Directions:
Check the entries below and say how many lines include the word "math". No other text is wanted.

= = = = = = =

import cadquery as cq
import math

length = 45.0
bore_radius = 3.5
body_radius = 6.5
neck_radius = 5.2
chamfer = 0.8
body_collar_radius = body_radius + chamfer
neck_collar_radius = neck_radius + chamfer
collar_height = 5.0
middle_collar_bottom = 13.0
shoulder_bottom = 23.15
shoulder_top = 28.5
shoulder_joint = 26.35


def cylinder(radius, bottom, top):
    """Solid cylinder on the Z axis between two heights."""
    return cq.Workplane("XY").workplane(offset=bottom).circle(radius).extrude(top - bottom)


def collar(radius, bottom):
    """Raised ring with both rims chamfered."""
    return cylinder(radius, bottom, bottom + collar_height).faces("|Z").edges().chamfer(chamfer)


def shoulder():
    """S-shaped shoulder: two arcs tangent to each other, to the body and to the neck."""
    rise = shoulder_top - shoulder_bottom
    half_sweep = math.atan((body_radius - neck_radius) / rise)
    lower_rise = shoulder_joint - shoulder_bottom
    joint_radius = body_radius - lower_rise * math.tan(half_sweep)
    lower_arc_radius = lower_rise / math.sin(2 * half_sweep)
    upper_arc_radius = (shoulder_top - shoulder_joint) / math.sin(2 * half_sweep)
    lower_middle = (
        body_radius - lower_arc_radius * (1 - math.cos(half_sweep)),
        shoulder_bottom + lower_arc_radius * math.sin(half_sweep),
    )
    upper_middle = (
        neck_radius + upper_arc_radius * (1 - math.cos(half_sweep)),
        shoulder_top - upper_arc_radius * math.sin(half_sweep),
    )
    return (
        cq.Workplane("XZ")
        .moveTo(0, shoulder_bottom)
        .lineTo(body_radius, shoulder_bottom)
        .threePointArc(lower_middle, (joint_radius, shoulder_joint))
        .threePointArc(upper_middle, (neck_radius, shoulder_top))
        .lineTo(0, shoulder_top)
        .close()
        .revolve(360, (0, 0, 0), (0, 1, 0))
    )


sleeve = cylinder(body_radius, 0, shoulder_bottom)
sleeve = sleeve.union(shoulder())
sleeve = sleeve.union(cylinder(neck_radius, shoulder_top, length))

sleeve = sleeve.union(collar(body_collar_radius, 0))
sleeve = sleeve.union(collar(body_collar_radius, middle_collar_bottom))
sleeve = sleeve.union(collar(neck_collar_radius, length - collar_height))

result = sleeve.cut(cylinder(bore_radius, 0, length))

= = = = = = =

Solution for this task:
9